They have done a phenomenal job of abstracting away complexity behind stable
apis.

------
krapp
>Instead of writing code in programing language we move into xml/yaml
direction and hundreds of weird config files.

Blame this partially on the weird phenomenon of programmers refusing to touch
languages they consider aesthetically ugly. Javascript? CSS? Ick. Much better
to pile on a build system to compile those languages from another language
that looks kind of Ruby. HTML? Ew - no significant whitespace. Let's generate
HTML from something that looks and acts like Python.

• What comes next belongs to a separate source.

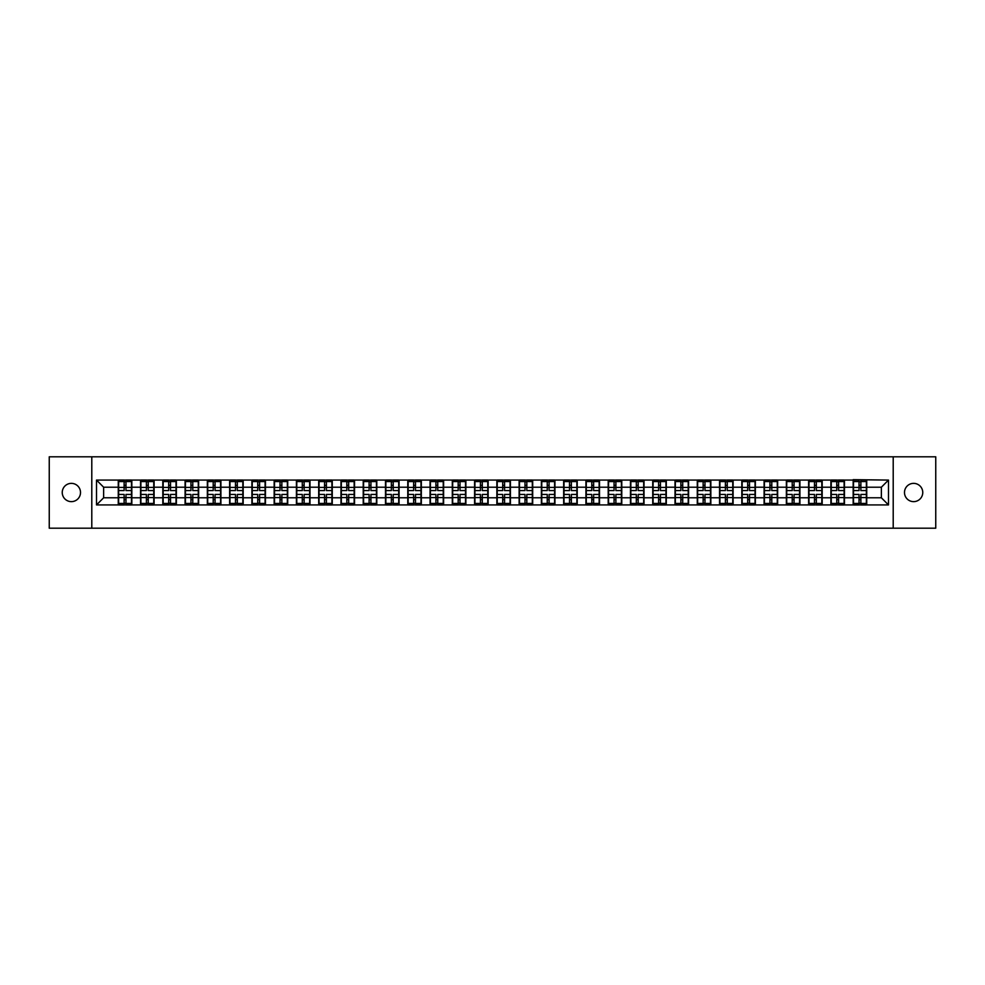 <?xml version="1.0" encoding="UTF-8"?>
<svg xmlns="http://www.w3.org/2000/svg" width="985" height="985" viewBox="0 0 985 985"><rect width="100%" height="100%" fill="white"/><g stroke="black" fill="none" stroke-linecap="round" stroke-linejoin="round"><path stroke-width="1.48" d="M913.624 501.636A9.136 9.136 0 0 1 904.489 492.5A9.136 9.136 0 0 1 913.624 483.364A9.136 9.136 0 0 1 922.76 492.5A9.136 9.136 0 0 1 913.624 501.636M71.376 501.636A9.136 9.136 0 0 1 62.24 492.5A9.136 9.136 0 0 1 71.376 483.364A9.136 9.136 0 0 1 80.511 492.5A9.136 9.136 0 0 1 71.376 501.636M893.21 528.194L935.75 528.194L935.75 456.806L893.21 456.806L893.21 528.194L91.79 528.194L91.79 456.806L49.25 456.806L49.25 528.194L91.79 528.194M893.21 456.806L91.79 456.806M881.366 497.782L881.366 487.218L866.726 487.218L866.726 497.782L881.366 497.782L888.495 504.923L888.495 480.077L853.17 479.658L853.17 487.218L844.465 487.218L844.465 497.782L853.17 497.782L853.17 487.218M888.495 504.923L96.505 504.923L96.505 480.077L118.274 480.077L118.274 487.218L103.634 487.218L103.634 497.782L118.274 497.782L118.274 487.218M853.17 480.077L118.274 480.077M853.17 497.782L853.17 504.923M844.465 497.782L844.465 504.923M844.465 480.077L844.465 487.218M822.192 497.782L830.897 497.782L830.897 487.218L822.192 487.218L822.192 504.923M830.897 497.782L830.897 504.923M830.897 480.077L830.897 487.218M822.192 480.077L822.192 487.218M799.918 497.782L808.623 497.782L808.623 487.218L799.918 487.218L799.918 504.923M808.623 497.782L808.623 504.923M808.623 480.077L808.623 487.218M799.918 480.077L799.918 487.218M777.645 497.782L786.362 497.782L786.362 487.218L777.645 487.218L777.645 504.923M786.362 497.782L786.362 504.923M786.362 480.077L786.362 487.218M777.645 480.077L777.645 487.218M755.384 497.782L764.089 497.782L764.089 487.218L755.384 487.218L755.384 504.923M764.089 497.782L764.089 504.923M764.089 480.077L764.089 487.218M755.384 480.077L755.384 487.218M733.111 497.782L741.816 497.782L741.816 487.218L733.111 487.218L733.111 504.923M741.816 497.782L741.816 504.923M741.816 480.077L741.816 487.218M733.111 480.077L733.111 487.218M710.838 497.782L719.555 497.782L719.555 487.218L710.838 487.218L710.838 504.923M719.555 497.782L719.555 504.923M719.555 480.077L719.555 487.218M710.838 480.077L710.838 487.218M688.577 497.782L697.282 497.782L697.282 487.218L688.577 487.218L688.577 504.923M697.282 497.782L697.282 504.923M697.282 480.077L697.282 487.218M688.577 480.077L688.577 487.218M666.303 497.782L675.008 497.782L675.008 487.218L666.303 487.218L666.303 504.923M675.008 497.782L675.008 504.923M675.008 480.077L675.008 487.218M666.303 480.077L666.303 487.218M644.03 497.782L652.735 497.782L652.735 487.218L644.03 487.218L644.03 504.923M652.735 497.782L652.735 504.923M652.735 480.077L652.735 487.218M644.03 480.077L644.03 487.218M621.769 497.782L630.474 497.782L630.474 487.218L621.769 487.218L621.769 504.923M630.474 497.782L630.474 504.923M630.474 480.077L630.474 487.218M621.769 480.077L621.769 487.218M599.496 497.782L608.201 497.782L608.201 487.218L599.496 487.218L599.496 504.923M608.201 497.782L608.201 504.923M608.201 480.077L608.201 487.218M599.496 480.077L599.496 487.218M577.222 497.782L585.927 497.782L585.927 487.218L577.222 487.218L577.222 504.923M585.927 497.782L585.927 504.923M585.927 480.077L585.927 487.218M577.222 480.077L577.222 487.218M554.949 497.782L563.666 497.782L563.666 487.218L554.949 487.218L554.949 504.923M563.666 497.782L563.666 504.923M563.666 480.077L563.666 487.218M554.949 480.077L554.949 487.218M532.688 497.782L541.393 497.782L541.393 487.218L532.688 487.218L532.688 504.923M541.393 497.782L541.393 504.923M541.393 480.077L541.393 487.218M532.688 480.077L532.688 487.218M510.415 497.782L519.12 497.782L519.12 487.218L510.415 487.218L510.415 504.923M519.12 497.782L519.12 504.923M519.12 480.077L519.12 487.218M510.415 480.077L510.415 487.218M488.141 497.782L496.859 497.782L496.859 487.218L488.141 487.218L488.141 504.923M496.859 497.782L496.859 504.923M496.859 480.077L496.859 487.218M488.141 480.077L488.141 487.218M465.88 497.782L474.585 497.782L474.585 487.218L465.88 487.218L465.88 504.923M474.585 497.782L474.585 504.923M474.585 480.077L474.585 487.218M465.88 480.077L465.88 487.218M443.607 497.782L452.312 497.782L452.312 487.218L443.607 487.218L443.607 504.923M452.312 497.782L452.312 504.923M452.312 480.077L452.312 487.218M443.607 480.077L443.607 487.218M421.334 497.782L430.051 497.782L430.051 487.218L421.334 487.218L421.334 504.923M430.051 497.782L430.051 504.923M430.051 480.077L430.051 487.218M421.334 480.077L421.334 487.218M399.073 497.782L407.778 497.782L407.778 487.218L399.073 487.218L399.073 504.923M407.778 497.782L407.778 504.923M407.778 480.077L407.778 487.218M399.073 480.077L399.073 487.218M376.799 497.782L385.504 497.782L385.504 487.218L376.799 487.218L376.799 504.923M385.504 497.782L385.504 504.923M385.504 480.077L385.504 487.218M376.799 480.077L376.799 487.218M354.526 497.782L363.231 497.782L363.231 487.218L354.526 487.218L354.526 504.923M363.231 497.782L363.231 504.923M363.231 480.077L363.231 487.218M354.526 480.077L354.526 487.218M332.265 497.782L340.97 497.782L340.97 487.218L332.265 487.218L332.265 504.923M340.97 497.782L340.97 504.923M340.97 480.077L340.97 487.218M332.265 480.077L332.265 487.218M309.992 497.782L318.697 497.782L318.697 487.218L309.992 487.218L309.992 504.923M318.697 497.782L318.697 504.923M318.697 480.077L318.697 487.218M309.992 480.077L309.992 487.218M287.719 497.782L296.423 497.782L296.423 487.218L287.719 487.218L287.719 504.923M296.423 497.782L296.423 504.923M296.423 480.077L296.423 487.218M287.719 480.077L287.719 487.218M265.445 497.782L274.162 497.782L274.162 487.218L265.445 487.218L265.445 504.923M274.162 497.782L274.162 504.923M274.162 480.077L274.162 487.218M265.445 480.077L265.445 487.218M243.184 497.782L251.889 497.782L251.889 487.218L243.184 487.218L243.184 504.923M251.889 497.782L251.889 504.923M251.889 480.077L251.889 487.218M243.184 480.077L243.184 487.218M220.911 497.782L229.616 497.782L229.616 487.218L220.911 487.218L220.911 504.923M229.616 497.782L229.616 504.923M229.616 480.077L229.616 487.218M220.911 480.077L220.911 487.218M198.638 497.782L207.355 497.782L207.355 487.218L198.638 487.218L198.638 504.923M207.355 497.782L207.355 504.923M207.355 480.077L207.355 487.218M198.638 480.077L198.638 487.218M176.377 497.782L185.081 497.782L185.081 487.218L176.377 487.218L176.377 504.923M185.081 497.782L185.081 504.923M185.081 480.077L185.081 487.218M176.377 480.077L176.377 487.218M154.103 497.782L162.808 497.782L162.808 487.218L154.103 487.218L154.103 504.923M162.808 497.782L162.808 504.923M162.808 480.077L162.808 487.218M154.103 480.077L154.103 487.218M131.83 497.782L140.535 497.782L140.535 487.218L131.83 487.218L131.83 504.923M140.535 497.782L140.535 504.923M140.535 480.077L140.535 487.218M131.83 480.077L131.83 487.218M118.274 497.782L118.274 504.923M103.634 497.782L96.505 504.923M96.505 480.077L103.634 487.218M866.726 497.782L866.726 504.923M866.726 480.077L866.726 487.218M888.495 480.077L881.366 487.218M118.631 487.44L124.122 487.44L124.122 480.015L118.631 480.015L118.631 494.433L124.122 494.433L124.122 497.56L125.981 497.548L125.981 494.433L131.473 494.433L131.473 480.015L125.981 480.015L125.981 481.579L131.473 481.579M124.122 485.371L125.981 485.371M125.981 481.788L124.122 481.788M118.631 490.567L124.122 490.567L124.122 487.44L125.981 487.452L125.981 490.567L131.473 490.567M118.631 481.579L124.122 481.579M124.122 503.212L125.981 503.212M124.122 499.629L125.981 499.629M118.631 504.985L124.122 504.985L124.122 503.421L118.631 503.421L118.631 504.985M118.631 494.433L118.631 497.56L124.122 497.56L124.122 503.421M118.631 497.56L118.631 503.421M131.473 494.433L131.473 504.985L125.981 504.985L125.981 503.421L131.473 503.421M131.473 497.56L125.981 497.56L125.981 503.421M131.473 487.44L125.981 487.44L125.981 481.579M140.892 487.44L146.396 487.44L146.396 480.015L140.892 480.015L140.892 494.433L146.396 494.433L146.396 497.56L148.255 497.548L148.255 494.433L153.746 494.433L153.746 480.015L148.255 480.015L148.255 481.579L153.746 481.579M146.396 485.371L148.255 485.371M148.255 481.788L146.396 481.788M140.892 490.567L146.396 490.567L146.396 487.44L148.255 487.452L148.255 490.567L153.746 490.567M140.892 481.579L146.396 481.579M146.396 503.212L148.255 503.212M146.396 499.629L148.255 499.629M140.892 504.985L146.396 504.985L146.396 503.421L140.892 503.421L140.892 504.985M140.892 494.433L140.892 497.56L146.396 497.56L146.396 503.421M140.892 497.56L140.892 503.421M153.746 494.433L153.746 504.985L148.255 504.985L148.255 503.421L153.746 503.421M153.746 497.56L148.255 497.56L148.255 503.421M153.746 487.44L148.255 487.44L148.255 481.579M163.165 487.44L168.669 487.44L168.669 480.015L163.165 480.015L163.165 494.433L168.669 494.433L168.669 497.56L170.516 497.548L170.516 494.433L176.019 494.433L176.019 480.015L170.516 480.015L170.516 481.579L176.019 481.579M168.669 485.371L170.516 485.371M170.516 481.788L168.669 481.788M163.165 490.567L168.669 490.567L168.669 487.44L170.516 487.452L170.516 490.567L176.019 490.567M163.165 481.579L168.669 481.579M168.669 503.212L170.516 503.212M168.669 499.629L170.516 499.629M163.165 504.985L168.669 504.985L168.669 503.421L163.165 503.421L163.165 504.985M163.165 494.433L163.165 497.56L168.669 497.56L168.669 503.421M163.165 497.56L163.165 503.421M176.019 494.433L176.019 504.985L170.516 504.985L170.516 503.421L176.019 503.421M176.019 497.56L170.516 497.56L170.516 503.421M176.019 487.44L170.516 487.44L170.516 481.579M185.439 487.44L190.93 487.44L190.93 480.015L185.439 480.015L185.439 494.433L190.93 494.433L190.93 497.56L192.789 497.548L192.789 494.433L198.28 494.433L198.28 480.015L192.789 480.015L192.789 481.579L198.28 481.579M190.93 485.371L192.789 485.371M192.789 481.788L190.93 481.788M185.439 490.567L190.93 490.567L190.93 487.44L192.789 487.452L192.789 490.567L198.28 490.567M185.439 481.579L190.93 481.579M190.93 503.212L192.789 503.212M190.93 499.629L192.789 499.629M185.439 504.985L190.93 504.985L190.93 503.421L185.439 503.421L185.439 504.985M185.439 494.433L185.439 497.56L190.93 497.56L190.93 503.421M185.439 497.56L185.439 503.421M198.28 494.433L198.28 504.985L192.789 504.985L192.789 503.421L198.28 503.421M198.28 497.56L192.789 497.56L192.789 503.421M198.28 487.44L192.789 487.44L192.789 481.579M207.712 487.44L213.203 487.44L213.203 480.015L207.712 480.015L207.712 494.433L213.203 494.433L213.203 497.56L215.062 497.548L215.062 494.433L220.554 494.433L220.554 480.015L215.062 480.015L215.062 481.579L220.554 481.579M213.203 485.371L215.062 485.371M215.062 481.788L213.203 481.788M207.712 490.567L213.203 490.567L213.203 487.44L215.062 487.452L215.062 490.567L220.554 490.567M207.712 481.579L213.203 481.579M213.203 503.212L215.062 503.212M213.203 499.629L215.062 499.629M207.712 504.985L213.203 504.985L213.203 503.421L207.712 503.421L207.712 504.985M207.712 494.433L207.712 497.56L213.203 497.56L213.203 503.421M207.712 497.56L207.712 503.421M220.554 494.433L220.554 504.985L215.062 504.985L215.062 503.421L220.554 503.421M220.554 497.56L215.062 497.56L215.062 503.421M220.554 487.44L215.062 487.44L215.062 481.579M229.973 487.44L235.477 487.44L235.477 480.015L229.973 480.015L229.973 494.433L235.477 494.433L235.477 497.56L237.323 497.548L237.323 494.433L242.827 494.433L242.827 480.015L237.323 480.015L237.323 481.579L242.827 481.579M235.477 485.371L237.323 485.371M237.323 481.788L235.477 481.788M229.973 490.567L235.477 490.567L235.477 487.44L237.323 487.452L237.323 490.567L242.827 490.567M229.973 481.579L235.477 481.579M235.477 503.212L237.323 503.212M235.477 499.629L237.323 499.629M229.973 504.985L235.477 504.985L235.477 503.421L229.973 503.421L229.973 504.985M229.973 494.433L229.973 497.56L235.477 497.56L235.477 503.421M229.973 497.56L229.973 503.421M242.827 494.433L242.827 504.985L237.323 504.985L237.323 503.421L242.827 503.421M242.827 497.56L237.323 497.56L237.323 503.421M242.827 487.44L237.323 487.44L237.323 481.579M252.246 487.44L257.738 487.44L257.738 480.015L252.246 480.015L252.246 494.433L257.738 494.433L257.738 497.56L259.597 497.548L259.597 494.433L265.088 494.433L265.088 480.015L259.597 480.015L259.597 481.579L265.088 481.579M257.738 485.371L259.597 485.371M259.597 481.788L257.738 481.788M252.246 490.567L257.738 490.567L257.738 487.44L259.597 487.452L259.597 490.567L265.088 490.567M252.246 481.579L257.738 481.579M257.738 503.212L259.597 503.212M257.738 499.629L259.597 499.629M252.246 504.985L257.738 504.985L257.738 503.421L252.246 503.421L252.246 504.985M252.246 494.433L252.246 497.56L257.738 497.56L257.738 503.421M252.246 497.56L252.246 503.421M265.088 494.433L265.088 504.985L259.597 504.985L259.597 503.421L265.088 503.421M265.088 497.56L259.597 497.56L259.597 503.421M265.088 487.44L259.597 487.44L259.597 481.579M274.519 487.44L280.011 487.44L280.011 480.015L274.519 480.015L274.519 494.433L280.011 494.433L280.011 497.56L281.87 497.548L281.87 494.433L287.361 494.433L287.361 480.015L281.87 480.015L281.87 481.579L287.361 481.579M280.011 485.371L281.87 485.371M281.87 481.788L280.011 481.788M274.519 490.567L280.011 490.567L280.011 487.44L281.87 487.452L281.87 490.567L287.361 490.567M274.519 481.579L280.011 481.579M280.011 503.212L281.87 503.212M280.011 499.629L281.87 499.629M274.519 504.985L280.011 504.985L280.011 503.421L274.519 503.421L274.519 504.985M274.519 494.433L274.519 497.56L280.011 497.56L280.011 503.421M274.519 497.56L274.519 503.421M287.361 494.433L287.361 504.985L281.87 504.985L281.87 503.421L287.361 503.421M287.361 497.56L281.87 497.56L281.87 503.421M287.361 487.44L281.87 487.44L281.87 481.579M296.78 487.44L302.284 487.44L302.284 480.015L296.78 480.015L296.78 494.433L302.284 494.433L302.284 497.56L304.131 497.548L304.131 494.433L309.635 494.433L309.635 480.015L304.131 480.015L304.131 481.579L309.635 481.579M302.284 485.371L304.131 485.371M304.131 481.788L302.284 481.788M296.78 490.567L302.284 490.567L302.284 487.44L304.131 487.452L304.131 490.567L309.635 490.567M296.78 481.579L302.284 481.579M302.284 503.212L304.131 503.212M302.284 499.629L304.131 499.629M296.78 504.985L302.284 504.985L302.284 503.421L296.78 503.421L296.78 504.985M296.78 494.433L296.78 497.56L302.284 497.56L302.284 503.421M296.78 497.56L296.78 503.421M309.635 494.433L309.635 504.985L304.131 504.985L304.131 503.421L309.635 503.421M309.635 497.56L304.131 497.56L304.131 503.421M309.635 487.44L304.131 487.44L304.131 481.579M319.054 487.44L324.545 487.44L324.545 480.015L319.054 480.015L319.054 494.433L324.545 494.433L324.545 497.56L326.404 497.548L326.404 494.433L331.908 494.433L331.908 480.015L326.404 480.015L326.404 481.579L331.908 481.579M324.545 485.371L326.404 485.371M326.404 481.788L324.545 481.788M319.054 490.567L324.545 490.567L324.545 487.44L326.404 487.452L326.404 490.567L331.908 490.567M319.054 481.579L324.545 481.579M324.545 503.212L326.404 503.212M324.545 499.629L326.404 499.629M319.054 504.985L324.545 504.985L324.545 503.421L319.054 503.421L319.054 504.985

But, snark aside, I think it's a good thing if a framework can be agnostic
about the kind of configuration syntax it uses, although that in and of itself
implies some minimal complexity. Whatever choices the developers make about
this, of course, amount to personal preference. Heck, I prefer INI files for
configuration.

>Even small website often requires hundreds of megabytes of dependencies

That depends on the language and framework you're using. And how small you
consider a "small" website.

Unfortunately (in my opinion, with which I know others will disagree)
frameworks tend to want to do too much, and as such tend to bloat into vast,
overly complex attempts at reinventing the wheel, the chassis, the
transmission, the bumpers and deciding what kind of air freshener you should
want hanging from the mirror. I would prefer a framework not have a templating
library or ORM or code generators baked in at all. Those should be
implementation specific decisions. Rather, a framework should manage
dependencies, routing, global config, responses, have some hooks to allow
extensibility - _the basics._ If I want more, I can pick libraries for that.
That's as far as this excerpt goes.